Yaz aylarının kabusu olan sivrisinekler, bazı insanları adeta daha çok hedef alıyor. Peki, neden bazı kişiler sivrisinek ısırıklarına daha açıkken, diğerleri bu rahatsızlıktan neredeyse hiç etkilenmiyor?
Bilim insanlarına göre bu sorunun cevabı genetik yapı, vücut kokusu ve metabolik özelliklerde gizli. Yapılan araştırmalar, sivrisineklerin karbondioksit salınımı yüksek olan kişilere daha fazla yöneldiğini gösteriyor. Bu nedenle, vücut ısısı yüksek olanlar ve egzersiz sonrası terleyen bireyler sivrisinekler için daha cazip hale geliyor.

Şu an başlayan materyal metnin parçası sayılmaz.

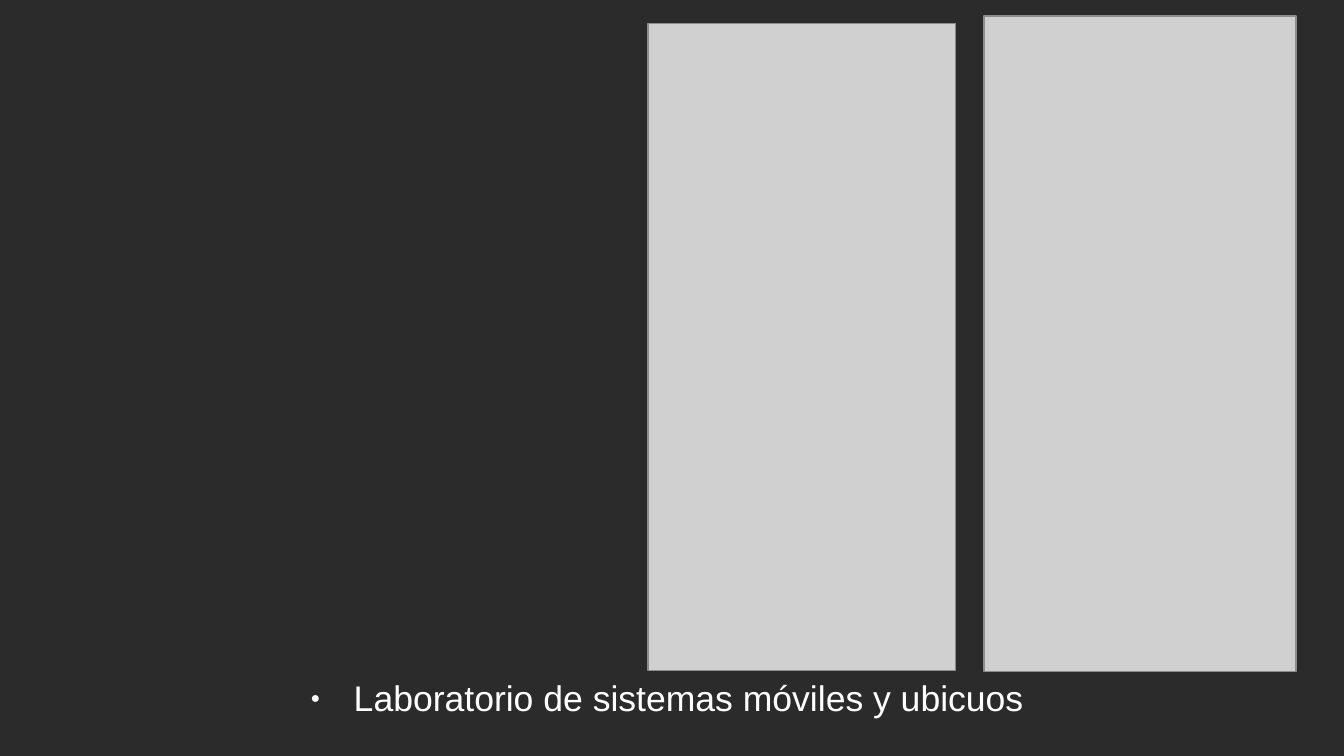
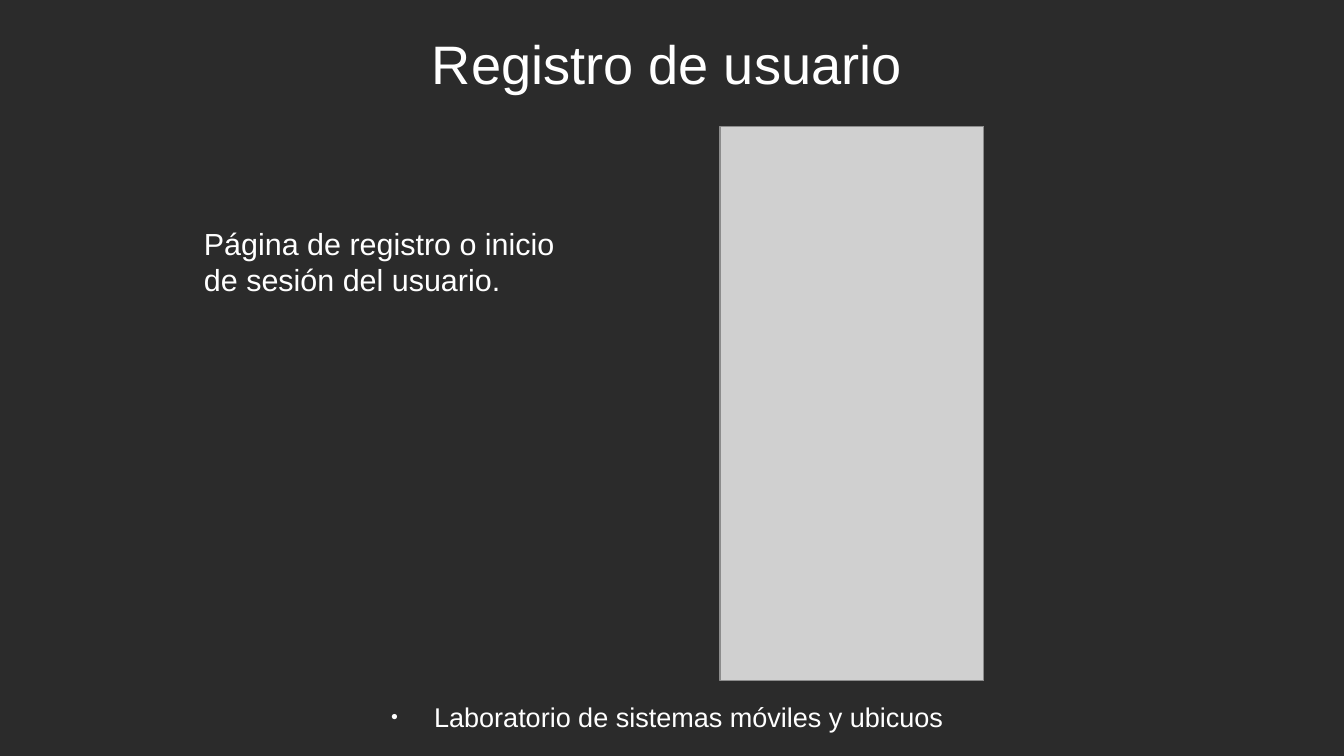
Before and after one commit to rubenmr13/PracticaFinal-LSMU, a slide deck: slide 11 of ProyectoFinal.odp (slide 4 before the commit). Drawn at 1344x756 pixels with LibreOffice and Linux fonts; fonts in the diff are those of the drawing; grey boxes stand for pictures; background and template pictures are left out; a plain dark background stands for a picture behind light text. Boxes give left, top, right and bottom in pixels: in the first picture for what was removed or moved away, otherwise in the second. Text is boxed around its words. In the diff, an @@ line names an element or a change of style, - is before the commit and + after.

```diff
--- a/ProyectoFinal.odp
+++ b/ProyectoFinal.odp
@@ picture removed at (984,16,1296,672) @@
@@ title added at (432,44,902,94), 32 pt, text #FFFFFF @@
+Registro de usuario
@@ picture: place and size @@
-picture at (648,23,956,671)
+picture at (721,127,985,682)
@@ text added at (204,232,554,292), 18 pt, text #FFFFFF @@
+Página de registro o inicio de sesión del usuario.
@@ text "Laboratorio de sistemas móviles y ...": place and size @@
-text "Laboratorio de sistemas móviles y ..." at (354,685,1024,719)
+text "Laboratorio de sistemas móviles y ..." at (434,707,943,732)
@@ text "Laboratorio de sistemas móviles y ..." at (434,707,943,732): size 21 to 16 pt @@
```
Also in this commit, not shown: 10 other slides changed, 9 slides added, 1 slide removed.

Ayrıca cilt yüzeyinde bulunan bazı bakterilerin dağılımı da sivrisinekleri etkiliyor. Özellikle belirli bakteri türlerinin yoğun olduğu kişiler, daha belirgin bir vücut kokusuna sahip olabiliyor. Bu da sivrisineklerin tercihini doğrudan etkileyebiliyor.
Kan grubunun da etkili olabileceği belirtiliyor. Yapılan bazı çalışmalarda, 0 kan grubuna sahip bireylerin sivrisinekler tarafından daha sık ısırıldığı gözlemlendi. Ayrıca, kadınlara kıyasla erkeklerin ve kilolu bireylerin daha fazla ısırıldığı da istatistiklerle ortaya konulmuş durumda.
Uzmanlar, sivrisineklerden korunmak için sinek kovucu losyonların kullanılması, açık renkli kıyafetler giyilmesi ve durgun su birikintilerinin çevreden uzak tutulması gibi önlemlerin alınması gerektiğini vurguluyor.
Sivrisineklerin tercihleri hala tam olarak çözülemese de, vücudumuzun yaydığı kokuların, ısının ve genetik özelliklerimizin bu küçük ama etkili canlıların davranışlarını yönlendirdiği artık bilimsel olarak kabul edilmiş durumda.